Fraud claims featured in another case on the court’s grant list. The court agreed to review pleading requirements for securities fraud class actions in Nvidia Corp v. E. Ohman J.

Investors in the chipmaker filed a securities fraud suit accusing Nvidia's CEO, Jensen Huang, of making public statements contrary to internal company reports regarding its involvement in the cryptocurrency industry. Nvidia claims investors had no information about the internal reports so they hired an expert witness to manufacture data. 

A federal judge dismissed the investors' claims, but the Ninth Circuit revived the case.

The appeals court ruling created an easy roadmap for the fishing expeditions that the Private Securities Litigation Reform Act was supposed to prevent, according to Cory Andrews, general counsel and vice president for litigation at Washington Legal Foundation.

“The Ninth Circuit’s opinion, if allowed to stand, would reopen the floodgates to the same litigation abuses that led Congress to enact the PSLRA’s heighted pleading standard in the first place,” Andrews said in a statement.

Finally, in taking up Wisconsin Bell v. U.S., the court agreed on Monday to hear a False Claims Act case from AT&T subsidiary Wisconsin Bell.

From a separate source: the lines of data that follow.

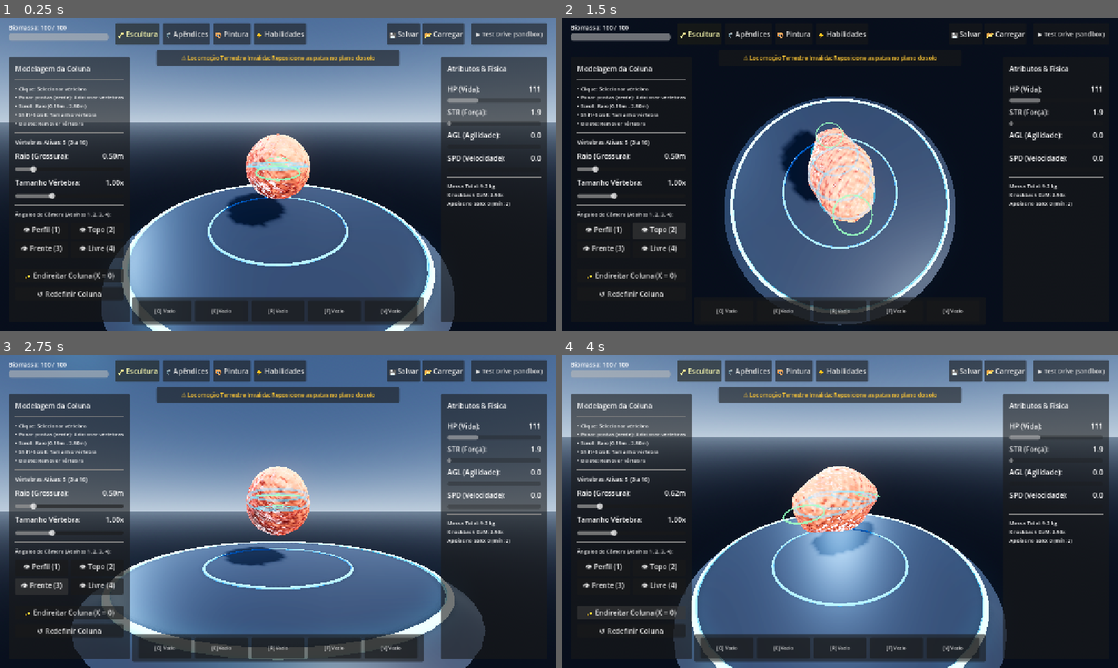
Above: before the commit, frames 1-4 (two rows, left to right).
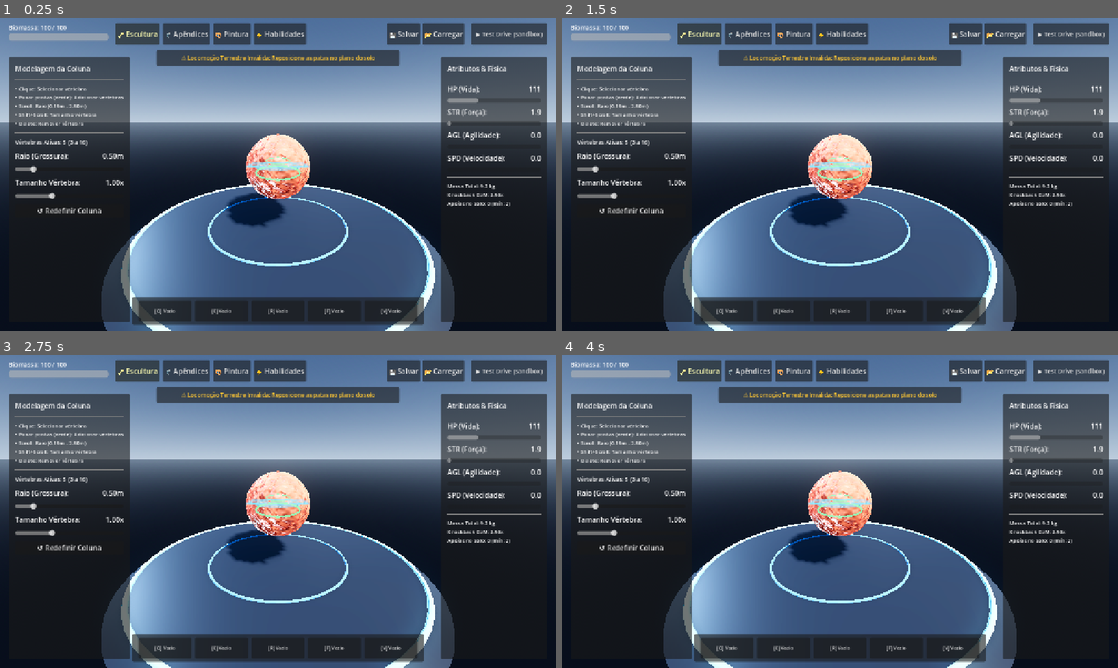
Above: after the commit, the same moments.

Repository: AnthonyRocsant/SporeCreatureEditor
Game: Godot game, scene res://scenes/editor/CreatureEditor.tscn
The game is run twice, just before and just after one commit, with the same random seed, the same clock (stepped at 60 frames per second) and the same inputs.
Inputs (mouse positions are in pixels of both pictures, inside the frame that each line leads up to):
- Up to frame 1 (0.25 s): no input
- Up to frame 2 (1.5 s): click (606, 230) at 0.5 s, where only the run before the commit has a clickable "👁 Perfil (1)"; click (656, 230) at 1.25 s, where only the run before the commit has a clickable "👁 Topo (2)"
- Up to frame 3 (2.75 s): click (44, 586) at 2 s, where only the run before the commit has a clickable "👁 Frente (3)"
- Up to frame 4 (4 s): click (656, 586) at 2.75 s, where only the run before the commit has a clickable "👁 Livre (4)"; click (628, 611) at 3.5 s, where only the run before the commit has a clickable "✨ Endireitar Coluna (X = 0)"

The runs differ from the first frame. In frame 1, 1.3% of the frame differs, in the area x 2-23%, y 59-90%; in frame 2, 64%, in the area x 0-100%, y 0-100%; in frame 3, 49%; in frame 4, 34%.

Commit message:
revert(ui): remove camera preset views and straighten spine button as requested

Diff:
--- a/scenes/editor/CreatureEditorUI.tscn
+++ b/scenes/editor/CreatureEditorUI.tscn
@@ -206,52 +206,6 @@
 max_value = 2.0
 step = 0.05
 value = 1.0
-
-[node name="HSeparator3" type="HSeparator" parent="SculptPanel/Margin/VBox"]
-layout_mode = 2
-
-[node name="LblCameraViews" type="Label" parent="SculptPanel/Margin/VBox"]
-layout_mode = 2
-theme_override_font_sizes/font_size = 12
-text = "Ângulos de Câmera (Atalhos 1, 2, 3, 4):"
-
-[node name="GridCameraViews" type="GridContainer" parent="SculptPanel/Margin/VBox"]
-layout_mode = 2
-columns = 2
-theme_override_constants/h_separation = 6
-theme_override_constants/v_separation = 6
-
-[node name="BtnViewSide" type="Button" parent="SculptPanel/Margin/VBox/GridCameraViews"]
-unique_name_in_owner = true
-layout_mode = 2
-size_flags_horizontal = 3
-text = "👁 Perfil (1)"
-
-[node name="BtnViewTop" type="Button" parent="SculptPanel/Margin/VBox/GridCameraViews"]
-unique_name_in_owner = true
-layout_mode = 2
-size_flags_horizontal = 3
-text = "👁 Topo (2)"
-
-[node name="BtnViewFront" type="Button" parent="SculptPanel/Margin/VBox/GridCameraViews"]
-unique_name_in_owner = true
-layout_mode = 2
-size_flags_horizontal = 3
-text = "👁 Frente (3)"
-
-[node name="BtnViewFree" type="Button" parent="SculptPanel/Margin/VBox/GridCameraViews"]
-unique_name_in_owner = true
-layout_mode = 2
-size_flags_horizontal = 3
-text = "👁 Livre (4)"
-
-[node name="HSeparator4" type="HSeparator" parent="SculptPanel/Margin/VBox"]
-layout_mode = 2
-
-[node name="BtnStraightenSpine" type="Button" parent="SculptPanel/Margin/VBox"]
-unique_name_in_owner = true
-layout_mode = 2
-text = "✨ Endireitar Coluna (X = 0)"
 
 [node name="BtnResetSpine" type="Button" parent="SculptPanel/Margin/VBox"]
 unique_name_in_owner = true
--- a/scripts/CreatureEditorScene.gd
+++ b/scripts/CreatureEditorScene.gd
@@ -69,7 +69,6 @@
 	ui.skill_factory = skill_factory
 	ui.creature_serializer = creature_serializer
 	ui.procedural_gait = procedural_gait
-	ui.orbit_camera = $OrbitCamera as OrbitCamera
 	ui._setup_signals()
 
 	editor_state.mode_changed.connect(_on_mode_changed)
--- a/scripts/CreatureEditorUI.gd
+++ b/scripts/CreatureEditorUI.gd
@@ -15,7 +15,6 @@
 @export var skill_factory: SkillFactory
 @export var creature_serializer: CreatureSerializer
 @export var procedural_gait: ProceduralGait
-@export var orbit_camera: OrbitCamera
 
 # Referências da UI - HUD Top
 @onready var biomass_bar: ProgressBar = %BiomassBar
@@ -40,11 +39,6 @@
 @onready var slider_vertebra_radius: HSlider = %SliderVertebraRadius
 @onready var lbl_vertebra_size_val: Label = %LblVertebraSizeVal
 @onready var slider_vertebra_size: HSlider = %SliderVertebraSize
-@onready var btn_view_side: Button = %BtnViewSide
-@onready var btn_view_top: Button = %BtnViewTop
-@onready var btn_view_front: Button = %BtnViewFront
-@onready var btn_view_free: Button = %BtnViewFree
-@onready var btn_straighten_spine: Button = %BtnStraightenSpine
 @onready var btn_reset_spine: Button = %BtnResetSpine
 
 # Referências da UI - Painel de Apêndices (Membros)
@@ -191,16 +185,6 @@
 	# 4. Painel de Escultura (Pilar 1)
 	if btn_reset_spine and not btn_reset_spine.pressed.is_connected(_on_reset_spine_pressed):
 		btn_reset_spine.pressed.connect(_on_reset_spine_pressed)
-	if btn_straighten_spine and not btn_straighten_spine.pressed.is_connected(_on_straighten_spine_pressed):
-		btn_straighten_spine.pressed.connect(_on_straighten_spine_pressed)
-	if btn_view_side and not btn_view_side.pressed.is_connected(func(): if orbit_camera: orbit_camera.set_preset_view("lateral")):
-		btn_view_side.pressed.connect(func(): if orbit_camera: orbit_camera.set_preset_view("lateral"))
-	if btn_view_top and not btn_view_top.pressed.is_connected(func(): if orbit_camera: orbit_camera.set_preset_view("topo")):
-		btn_view_top.pressed.connect(func(): if orbit_camera: orbit_camera.set_preset_view("topo"))
-	if btn_view_front and not btn_view_front.pressed.is_connected(func(): if orbit_camera: orbit_camera.set_preset_view("frontal")):
-		btn_view_front.pressed.connect(func(): if orbit_camera: orbit_camera.set_preset_view("frontal"))
-	if btn_view_free and not btn_view_free.pressed.is_connected(func(): if orbit_camera: orbit_camera.set_preset_view("perspectiva")):
-		btn_view_free.pressed.connect(func(): if orbit_camera: orbit_camera.set_preset_view("perspectiva"))
 	if slider_vertebra_radius and not slider_vertebra_radius.value_changed.is_connected(_on_vertebra_slider_radius_changed):
 		slider_vertebra_radius.value_changed.connect(_on_vertebra_slider_radius_changed)
 	if slider_vertebra_size and not slider_vertebra_size.value_changed.is_connected(_on_vertebra_slider_size_changed):
@@ -1448,10 +1432,6 @@
 	if spine_controller:
 		spine_controller.reset_spine()
 
-func _on_straighten_spine_pressed() -> void:
-	if spine_controller:
-		spine_controller.straighten_spine()
-
 func _on_vertebra_slider_radius_changed(value: float) -> void:
 	if not spine_controller:
 		return
--- a/scripts/OrbitCamera.gd
+++ b/scripts/OrbitCamera.gd
@@ -11,7 +11,6 @@
 var _yaw: float = 0.0
 var _pitch: float = 0.25
 var _is_rotating: bool = false
-var _view_tween: Tween
 
 func _ready() -> void:
 	_update_position()
@@ -24,8 +23,6 @@
 	if event is InputEventMouseButton:
 		if event.button_index == MOUSE_BUTTON_RIGHT:
 			_is_rotating = event.pressed
-			if _is_rotating and _view_tween and _view_tween.is_valid():
-				_view_tween.kill()
 		elif event.button_index == MOUSE_BUTTON_WHEEL_UP and event.pressed:
 			distance = clampf(distance - zoom_speed, min_distance, max_distance)
 			_update_position()
@@ -35,54 +32,7 @@
 
 	elif event is InputEventMouseMotion and _is_rotating:
 		_yaw -= event.relative.x * rotate_speed
-		_pitch = clampf(_pitch - event.relative.y * rotate_speed, -1.50, 1.50)
-		_update_position()
-
-	elif event is InputEventKey and event.pressed and not event.is_echo():
-		var focus_owner = get_viewport().gui_get_focus_owner()
-		if focus_owner is LineEdit or focus_owner is TextEdit:
-			return
-		if event.keycode == KEY_KP_1 or event.keycode == KEY_1:
-			set_preset_view("lateral")
-		elif event.keycode == KEY_KP_7 or event.keycode == KEY_2:
-			set_preset_view("topo")
-		elif event.keycode == KEY_KP_3 or event.keycode == KEY_3:
-			set_preset_view("frontal")
-		elif event.keycode == KEY_KP_5 or event.keycode == KEY_4:
-			set_preset_view("perspectiva")
-
-## Ajusta a câmera para um ângulo de visualização pré-definido (Lateral/Perfil, Topo/Vertical, Frontal, Perspectiva)
-func set_preset_view(view_name: String, smooth: bool = true) -> void:
-	var target_yaw: float = _yaw
-	var target_pitch: float = _pitch
-
-	match view_name.to_lower():
-		"side", "lateral", "perfil":
-			target_yaw = -PI * 0.5
-			target_pitch = 0.0
-		"top", "topo", "vertical", "superior":
-			target_yaw = 0.0
-			target_pitch = 1.48
-		"front", "frontal":
-			target_yaw = 0.0
-			target_pitch = 0.0
-		"back", "traseira":
-			target_yaw = PI
-			target_pitch = 0.0
-		"perspective", "perspectiva", "free", "isometric", "livre":
-			target_yaw = 0.785
-			target_pitch = 0.35
-
-	if _view_tween and _view_tween.is_valid():
-		_view_tween.kill()
-
-	if smooth and is_inside_tree():
-		_view_tween = create_tween().set_parallel(true).set_trans(Tween.TRANS_QUAD).set_ease(Tween.EASE_OUT)
-		_view_tween.tween_property(self, "_yaw", target_yaw, 0.28)
-		_view_tween.tween_property(self, "_pitch", target_pitch, 0.28)
-	else:
-		_yaw = target_yaw
-		_pitch = target_pitch
+		_pitch = clampf(_pitch - event.relative.y * rotate_speed, -1.45, 1.45)
 		_update_position()
 
 func _update_position() -> void:

The federal government accused the company of overcharging schools and libraries for telecommunications services. During an audit of schools’ bills, relator Todd Heath claimed Wisconsin Bell did not charge schools the lowest rate for its services, so every reimbursement the company filed was a false claim. 

A federal judge said Heath did not have enough evidence to bring his claims, but the Seventh Circuit reversed that ruling. 

John Masslon, senior litigation counsel at Washington Legal Foundation, said allowing the appeals court ruling to stand encouraged parasitic suits and threatened the federal fisc. 

“The False Claims Act’s purpose is to prevent fraud against the United States, not to pad the pockets of relators and plaintiffs’ lawyers,” Masslon said in a statement.